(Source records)
☆ ☆ ☆ ☆ ☆ ☆ ☆
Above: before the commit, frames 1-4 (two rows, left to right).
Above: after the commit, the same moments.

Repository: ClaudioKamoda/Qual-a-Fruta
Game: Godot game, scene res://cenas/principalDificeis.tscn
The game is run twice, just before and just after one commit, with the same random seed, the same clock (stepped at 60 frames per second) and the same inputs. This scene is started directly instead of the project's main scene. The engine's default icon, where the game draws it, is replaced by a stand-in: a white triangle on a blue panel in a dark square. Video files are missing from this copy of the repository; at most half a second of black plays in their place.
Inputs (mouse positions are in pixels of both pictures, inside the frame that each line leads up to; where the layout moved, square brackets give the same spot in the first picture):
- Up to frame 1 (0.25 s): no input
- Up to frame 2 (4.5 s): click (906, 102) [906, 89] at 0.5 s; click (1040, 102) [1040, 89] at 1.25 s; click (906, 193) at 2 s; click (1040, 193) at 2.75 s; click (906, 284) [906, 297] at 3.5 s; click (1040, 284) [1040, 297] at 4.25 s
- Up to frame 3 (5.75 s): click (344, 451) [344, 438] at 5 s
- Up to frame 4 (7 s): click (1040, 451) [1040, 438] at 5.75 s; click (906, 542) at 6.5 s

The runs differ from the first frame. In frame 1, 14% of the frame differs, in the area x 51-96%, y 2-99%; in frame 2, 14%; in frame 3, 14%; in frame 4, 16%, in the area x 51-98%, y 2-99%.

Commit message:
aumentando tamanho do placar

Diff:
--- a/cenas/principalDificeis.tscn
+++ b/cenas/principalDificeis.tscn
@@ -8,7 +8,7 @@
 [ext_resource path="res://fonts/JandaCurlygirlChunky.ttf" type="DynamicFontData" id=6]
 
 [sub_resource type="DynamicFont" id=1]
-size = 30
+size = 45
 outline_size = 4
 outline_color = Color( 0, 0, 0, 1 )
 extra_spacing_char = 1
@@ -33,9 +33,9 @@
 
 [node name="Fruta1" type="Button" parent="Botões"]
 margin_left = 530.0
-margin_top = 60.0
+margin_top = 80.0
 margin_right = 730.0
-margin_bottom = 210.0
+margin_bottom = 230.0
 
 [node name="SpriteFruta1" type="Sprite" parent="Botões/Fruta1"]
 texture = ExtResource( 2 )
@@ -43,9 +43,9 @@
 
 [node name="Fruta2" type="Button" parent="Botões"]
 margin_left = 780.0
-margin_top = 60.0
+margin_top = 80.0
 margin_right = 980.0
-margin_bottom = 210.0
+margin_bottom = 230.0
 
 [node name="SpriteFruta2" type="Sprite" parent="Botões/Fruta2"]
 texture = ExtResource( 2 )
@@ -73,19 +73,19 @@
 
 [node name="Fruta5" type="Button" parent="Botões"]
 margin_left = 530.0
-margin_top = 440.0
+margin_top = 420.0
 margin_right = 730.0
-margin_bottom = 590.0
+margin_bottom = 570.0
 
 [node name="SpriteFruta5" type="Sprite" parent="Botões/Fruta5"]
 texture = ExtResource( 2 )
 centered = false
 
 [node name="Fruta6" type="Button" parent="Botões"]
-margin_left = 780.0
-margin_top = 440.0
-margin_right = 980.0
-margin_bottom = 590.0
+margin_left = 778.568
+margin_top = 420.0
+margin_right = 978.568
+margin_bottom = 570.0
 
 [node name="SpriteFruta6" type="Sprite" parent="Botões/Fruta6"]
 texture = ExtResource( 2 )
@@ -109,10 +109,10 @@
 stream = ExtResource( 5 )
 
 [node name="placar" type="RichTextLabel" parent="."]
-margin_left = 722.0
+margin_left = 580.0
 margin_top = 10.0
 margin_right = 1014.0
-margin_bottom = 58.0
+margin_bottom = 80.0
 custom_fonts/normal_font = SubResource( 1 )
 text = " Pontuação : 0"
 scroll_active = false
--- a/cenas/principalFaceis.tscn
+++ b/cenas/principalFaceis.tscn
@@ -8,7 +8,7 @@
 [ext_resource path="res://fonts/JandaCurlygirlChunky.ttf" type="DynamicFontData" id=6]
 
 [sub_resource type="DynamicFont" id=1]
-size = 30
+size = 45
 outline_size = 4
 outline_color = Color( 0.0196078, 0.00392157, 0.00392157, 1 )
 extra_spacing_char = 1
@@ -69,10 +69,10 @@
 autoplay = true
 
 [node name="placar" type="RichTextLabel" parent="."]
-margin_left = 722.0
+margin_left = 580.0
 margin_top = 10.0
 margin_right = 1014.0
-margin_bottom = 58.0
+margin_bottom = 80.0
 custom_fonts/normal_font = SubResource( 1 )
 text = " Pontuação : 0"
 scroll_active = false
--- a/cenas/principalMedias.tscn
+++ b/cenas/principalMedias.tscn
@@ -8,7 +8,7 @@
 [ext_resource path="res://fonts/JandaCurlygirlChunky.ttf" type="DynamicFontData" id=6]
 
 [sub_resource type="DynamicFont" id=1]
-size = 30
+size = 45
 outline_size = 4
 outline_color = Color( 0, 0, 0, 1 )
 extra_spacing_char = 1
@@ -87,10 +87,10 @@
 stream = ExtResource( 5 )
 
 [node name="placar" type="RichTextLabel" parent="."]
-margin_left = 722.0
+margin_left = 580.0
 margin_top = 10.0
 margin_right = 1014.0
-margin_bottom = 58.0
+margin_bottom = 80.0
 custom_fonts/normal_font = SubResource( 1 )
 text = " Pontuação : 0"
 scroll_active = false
☆ ☆ ☆ ☆ ☆ ☆ ☆
#### [Exercise instructions]
Set down exactly the line with "autoplay = true" and each line after it up to the end of the records, adding nothing.

#### [Exercise result]
 autoplay = true
 
 [node name="placar" type="RichTextLabel" parent="."]
-margin_left = 722.0
+margin_left = 580.0
 margin_top = 10.0
 margin_right = 1014.0
-margin_bottom = 58.0
+margin_bottom = 80.0
 custom_fonts/normal_font = SubResource( 1 )
 text = " Pontuação : 0"
 scroll_active = false
--- a/cenas/principalMedias.tscn
+++ b/cenas/principalMedias.tscn
@@ -8,7 +8,7 @@
 [ext_resource path="res://fonts/JandaCurlygirlChunky.ttf" type="DynamicFontData" id=6]
 
 [sub_resource type="DynamicFont" id=1]
-size = 30
+size = 45
 outline_size = 4
 outline_color = Color( 0, 0, 0, 1 )
 extra_spacing_char = 1
@@ -87,10 +87,10 @@
 stream = ExtResource( 5 )
 
 [node name="placar" type="RichTextLabel" parent="."]
-margin_left = 722.0
+margin_left = 580.0
 margin_top = 10.0
 margin_right = 1014.0
-margin_bottom = 58.0
+margin_bottom = 80.0
 custom_fonts/normal_font = SubResource( 1 )
 text = " Pontuação : 0"
 scroll_active = false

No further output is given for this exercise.